What is being asked –
All of the data needs to be printed again, exactly as written.

(Data records)
++++++++++++++++++++

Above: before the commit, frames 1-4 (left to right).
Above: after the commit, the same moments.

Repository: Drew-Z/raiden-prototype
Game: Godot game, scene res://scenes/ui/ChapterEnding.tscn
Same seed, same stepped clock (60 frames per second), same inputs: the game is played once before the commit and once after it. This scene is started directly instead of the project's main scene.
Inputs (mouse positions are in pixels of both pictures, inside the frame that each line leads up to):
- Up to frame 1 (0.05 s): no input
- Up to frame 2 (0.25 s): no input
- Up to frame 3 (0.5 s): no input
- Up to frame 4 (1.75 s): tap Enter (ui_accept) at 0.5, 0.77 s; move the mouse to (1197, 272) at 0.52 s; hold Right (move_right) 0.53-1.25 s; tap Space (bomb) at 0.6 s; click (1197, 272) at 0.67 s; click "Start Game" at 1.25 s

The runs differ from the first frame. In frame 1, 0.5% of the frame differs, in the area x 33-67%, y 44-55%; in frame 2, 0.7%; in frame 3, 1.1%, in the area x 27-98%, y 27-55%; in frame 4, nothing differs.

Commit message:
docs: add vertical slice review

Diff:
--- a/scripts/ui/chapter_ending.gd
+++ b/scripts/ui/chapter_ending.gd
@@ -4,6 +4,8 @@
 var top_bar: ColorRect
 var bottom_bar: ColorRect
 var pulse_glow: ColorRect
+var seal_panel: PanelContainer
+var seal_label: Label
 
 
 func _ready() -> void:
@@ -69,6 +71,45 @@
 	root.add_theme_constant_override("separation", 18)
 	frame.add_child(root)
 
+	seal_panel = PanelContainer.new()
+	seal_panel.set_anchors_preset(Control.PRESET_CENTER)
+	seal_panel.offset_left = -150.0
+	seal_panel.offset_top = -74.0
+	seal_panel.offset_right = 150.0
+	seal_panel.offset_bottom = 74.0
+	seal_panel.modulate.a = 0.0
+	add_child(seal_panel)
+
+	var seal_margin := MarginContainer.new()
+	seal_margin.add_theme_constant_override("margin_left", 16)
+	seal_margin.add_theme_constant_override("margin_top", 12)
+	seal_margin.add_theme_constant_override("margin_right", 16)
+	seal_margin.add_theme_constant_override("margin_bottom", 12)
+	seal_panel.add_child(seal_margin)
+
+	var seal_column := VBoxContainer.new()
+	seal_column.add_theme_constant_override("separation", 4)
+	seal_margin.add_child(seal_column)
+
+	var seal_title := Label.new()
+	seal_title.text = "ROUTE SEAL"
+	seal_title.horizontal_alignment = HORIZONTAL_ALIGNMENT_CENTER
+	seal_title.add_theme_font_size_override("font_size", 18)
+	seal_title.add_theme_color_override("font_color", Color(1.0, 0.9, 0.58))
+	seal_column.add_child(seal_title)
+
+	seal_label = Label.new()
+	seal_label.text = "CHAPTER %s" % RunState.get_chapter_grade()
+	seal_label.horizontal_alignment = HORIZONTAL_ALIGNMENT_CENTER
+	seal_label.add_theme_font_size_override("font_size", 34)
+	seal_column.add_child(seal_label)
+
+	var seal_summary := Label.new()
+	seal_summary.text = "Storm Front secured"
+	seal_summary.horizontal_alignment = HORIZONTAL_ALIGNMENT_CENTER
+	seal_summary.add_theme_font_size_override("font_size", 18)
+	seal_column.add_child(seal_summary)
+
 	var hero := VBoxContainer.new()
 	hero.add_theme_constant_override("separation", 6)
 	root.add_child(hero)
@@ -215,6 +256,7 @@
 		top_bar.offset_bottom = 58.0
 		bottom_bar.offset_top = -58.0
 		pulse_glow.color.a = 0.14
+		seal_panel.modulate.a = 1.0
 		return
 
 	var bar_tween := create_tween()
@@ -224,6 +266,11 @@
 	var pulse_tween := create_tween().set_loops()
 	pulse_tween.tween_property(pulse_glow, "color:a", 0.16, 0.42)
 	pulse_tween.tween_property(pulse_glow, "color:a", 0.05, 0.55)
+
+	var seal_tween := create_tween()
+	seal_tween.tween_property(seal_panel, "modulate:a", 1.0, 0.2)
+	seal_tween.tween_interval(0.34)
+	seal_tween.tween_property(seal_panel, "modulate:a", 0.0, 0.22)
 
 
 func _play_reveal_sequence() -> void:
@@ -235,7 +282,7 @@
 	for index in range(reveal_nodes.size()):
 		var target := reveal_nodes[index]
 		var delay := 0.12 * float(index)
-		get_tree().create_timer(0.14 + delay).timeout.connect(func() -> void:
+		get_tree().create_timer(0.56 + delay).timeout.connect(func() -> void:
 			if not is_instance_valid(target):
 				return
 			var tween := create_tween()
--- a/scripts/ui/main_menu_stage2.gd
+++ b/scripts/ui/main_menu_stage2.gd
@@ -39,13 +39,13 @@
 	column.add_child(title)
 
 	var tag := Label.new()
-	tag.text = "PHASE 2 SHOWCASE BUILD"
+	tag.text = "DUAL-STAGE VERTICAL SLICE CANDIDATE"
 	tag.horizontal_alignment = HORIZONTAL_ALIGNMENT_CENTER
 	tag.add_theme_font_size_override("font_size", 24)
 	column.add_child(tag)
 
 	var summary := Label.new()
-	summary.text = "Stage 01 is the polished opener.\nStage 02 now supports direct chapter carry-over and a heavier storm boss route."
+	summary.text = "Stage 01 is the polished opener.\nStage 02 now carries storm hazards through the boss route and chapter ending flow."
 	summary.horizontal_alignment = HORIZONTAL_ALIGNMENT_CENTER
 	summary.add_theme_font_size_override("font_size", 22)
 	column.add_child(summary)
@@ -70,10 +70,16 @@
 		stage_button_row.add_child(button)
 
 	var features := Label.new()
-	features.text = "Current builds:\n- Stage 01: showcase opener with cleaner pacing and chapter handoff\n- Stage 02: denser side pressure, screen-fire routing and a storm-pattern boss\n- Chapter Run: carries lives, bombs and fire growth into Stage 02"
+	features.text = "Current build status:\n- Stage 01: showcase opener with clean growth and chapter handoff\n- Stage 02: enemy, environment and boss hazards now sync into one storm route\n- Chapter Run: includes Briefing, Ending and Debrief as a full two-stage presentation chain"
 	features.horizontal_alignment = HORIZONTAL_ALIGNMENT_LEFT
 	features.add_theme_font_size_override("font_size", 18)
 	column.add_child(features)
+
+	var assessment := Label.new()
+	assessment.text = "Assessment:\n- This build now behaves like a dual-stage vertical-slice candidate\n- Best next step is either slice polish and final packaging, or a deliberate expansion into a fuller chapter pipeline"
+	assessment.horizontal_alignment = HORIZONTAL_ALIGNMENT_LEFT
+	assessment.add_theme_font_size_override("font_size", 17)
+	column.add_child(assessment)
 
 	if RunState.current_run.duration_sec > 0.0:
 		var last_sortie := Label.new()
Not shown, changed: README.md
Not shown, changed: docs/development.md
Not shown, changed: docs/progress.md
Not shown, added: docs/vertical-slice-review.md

++++++++++++++++++++

Output of the exercise –
Above: before the commit, frames 1-4 (left to right).
Above: after the commit, the same moments.

Repository: Drew-Z/raiden-prototype
Game: Godot game, scene res://scenes/ui/ChapterEnding.tscn
Same seed, same stepped clock (60 frames per second), same inputs: the game is played once before the commit and once after it. This scene is started directly instead of the project's main scene.
Inputs (mouse positions are in pixels of both pictures, inside the frame that each line leads up to):
- Up to frame 1 (0.05 s): no input
- Up to frame 2 (0.25 s): no input
- Up to frame 3 (0.5 s): no input
- Up to frame 4 (1.75 s): tap Enter (ui_accept) at 0.5, 0.77 s; move the mouse to (1197, 272) at 0.52 s; hold Right (move_right) 0.53-1.25 s; tap Space (bomb) at 0.6 s; click (1197, 272) at 0.67 s; click "Start Game" at 1.25 s

The runs differ from the first frame. In frame 1, 0.5% of the frame differs, in the area x 33-67%, y 44-55%; in frame 2, 0.7%; in frame 3, 1.1%, in the area x 27-98%, y 27-55%; in frame 4, nothing differs.

Commit message:
docs: add vertical slice review

Diff:
--- a/scripts/ui/chapter_ending.gd
+++ b/scripts/ui/chapter_ending.gd
@@ -4,6 +4,8 @@
 var top_bar: ColorRect
 var bottom_bar: ColorRect
 var pulse_glow: ColorRect
+var seal_panel: PanelContainer
+var seal_label: Label
 
 
 func _ready() -> void:
@@ -69,6 +71,45 @@
 	root.add_theme_constant_override("separation", 18)
 	frame.add_child(root)
 
+	seal_panel = PanelContainer.new()
+	seal_panel.set_anchors_preset(Control.PRESET_CENTER)
+	seal_panel.offset_left = -150.0
+	seal_panel.offset_top = -74.0
+	seal_panel.offset_right = 150.0
+	seal_panel.offset_bottom = 74.0
+	seal_panel.modulate.a = 0.0
+	add_child(seal_panel)
+
+	var seal_margin := MarginContainer.new()
+	seal_margin.add_theme_constant_override("margin_left", 16)
+	seal_margin.add_theme_constant_override("margin_top", 12)
+	seal_margin.add_theme_constant_override("margin_right", 16)
+	seal_margin.add_theme_constant_override("margin_bottom", 12)
+	seal_panel.add_child(seal_margin)
+
+	var seal_column := VBoxContainer.new()
+	seal_column.add_theme_constant_override("separation", 4)
+	seal_margin.add_child(seal_column)
+
+	var seal_title := Label.new()
+	seal_title.text = "ROUTE SEAL"
+	seal_title.horizontal_alignment = HORIZONTAL_ALIGNMENT_CENTER
+	seal_title.add_theme_font_size_override("font_size", 18)
+	seal_title.add_theme_color_override("font_color", Color(1.0, 0.9, 0.58))
+	seal_column.add_child(seal_title)
+
+	seal_label = Label.new()
+	seal_label.text = "CHAPTER %s" % RunState.get_chapter_grade()
+	seal_label.horizontal_alignment = HORIZONTAL_ALIGNMENT_CENTER
+	seal_label.add_theme_font_size_override("font_size", 34)
+	seal_column.add_child(seal_label)
+
+	var seal_summary := Label.new()
+	seal_summary.text = "Storm Front secured"
+	seal_summary.horizontal_alignment = HORIZONTAL_ALIGNMENT_CENTER
+	seal_summary.add_theme_font_size_override("font_size", 18)
+	seal_column.add_child(seal_summary)
+
 	var hero := VBoxContainer.new()
 	hero.add_theme_constant_override("separation", 6)
 	root.add_child(hero)
@@ -215,6 +256,7 @@
 		top_bar.offset_bottom = 58.0
 		bottom_bar.offset_top = -58.0
 		pulse_glow.color.a = 0.14
+		seal_panel.modulate.a = 1.0
 		return
 
 	var bar_tween := create_tween()
@@ -224,6 +266,11 @@
 	var pulse_tween := create_tween().set_loops()
 	pulse_tween.tween_property(pulse_glow, "color:a", 0.16, 0.42)
 	pulse_tween.tween_property(pulse_glow, "color:a", 0.05, 0.55)
+
+	var seal_tween := create_tween()
+	seal_tween.tween_property(seal_panel, "modulate:a", 1.0, 0.2)
+	seal_tween.tween_interval(0.34)
+	seal_tween.tween_property(seal_panel, "modulate:a", 0.0, 0.22)
 
 
 func _play_reveal_sequence() -> void:
@@ -235,7 +282,7 @@
 	for index in range(reveal_nodes.size()):
 		var target := reveal_nodes[index]
 		var delay := 0.12 * float(index)
-		get_tree().create_timer(0.14 + delay).timeout.connect(func() -> void:
+		get_tree().create_timer(0.56 + delay).timeout.connect(func() -> void:
 			if not is_instance_valid(target):
 				return
 			var tween := create_tween()
--- a/scripts/ui/main_menu_stage2.gd
+++ b/scripts/ui/main_menu_stage2.gd
@@ -39,13 +39,13 @@
 	column.add_child(title)
 
 	var tag := Label.new()
-	tag.text = "PHASE 2 SHOWCASE BUILD"
+	tag.text = "DUAL-STAGE VERTICAL SLICE CANDIDATE"
 	tag.horizontal_alignment = HORIZONTAL_ALIGNMENT_CENTER
 	tag.add_theme_font_size_override("font_size", 24)
 	column.add_child(tag)
 
 	var summary := Label.new()
-	summary.text = "Stage 01 is the polished opener.\nStage 02 now supports direct chapter carry-over and a heavier storm boss route."
+	summary.text = "Stage 01 is the polished opener.\nStage 02 now carries storm hazards through the boss route and chapter ending flow."
 	summary.horizontal_alignment = HORIZONTAL_ALIGNMENT_CENTER
 	summary.add_theme_font_size_override("font_size", 22)
 	column.add_child(summary)
@@ -70,10 +70,16 @@
 		stage_button_row.add_child(button)
 
 	var features := Label.new()
-	features.text = "Current builds:\n- Stage 01: showcase opener with cleaner pacing and chapter handoff\n- Stage 02: denser side pressure, screen-fire routing and a storm-pattern boss\n- Chapter Run: carries lives, bombs and fire growth into Stage 02"
+	features.text = "Current build status:\n- Stage 01: showcase opener with clean growth and chapter handoff\n- Stage 02: enemy, environment and boss hazards now sync into one storm route\n- Chapter Run: includes Briefing, Ending and Debrief as a full two-stage presentation chain"
 	features.horizontal_alignment = HORIZONTAL_ALIGNMENT_LEFT
 	features.add_theme_font_size_override("font_size", 18)
 	column.add_child(features)
+
+	var assessment := Label.new()
+	assessment.text = "Assessment:\n- This build now behaves like a dual-stage vertical-slice candidate\n- Best next step is either slice polish and final packaging, or a deliberate expansion into a fuller chapter pipeline"
+	assessment.horizontal_alignment = HORIZONTAL_ALIGNMENT_LEFT
+	assessment.add_theme_font_size_override("font_size", 17)
+	column.add_child(assessment)
 
 	if RunState.current_run.duration_sec > 0.0:
 		var last_sortie := Label.new()
Not shown, changed: README.md
Not shown, changed: docs/development.md
Not shown, changed: docs/progress.md
Not shown, added: docs/vertical-slice-review.md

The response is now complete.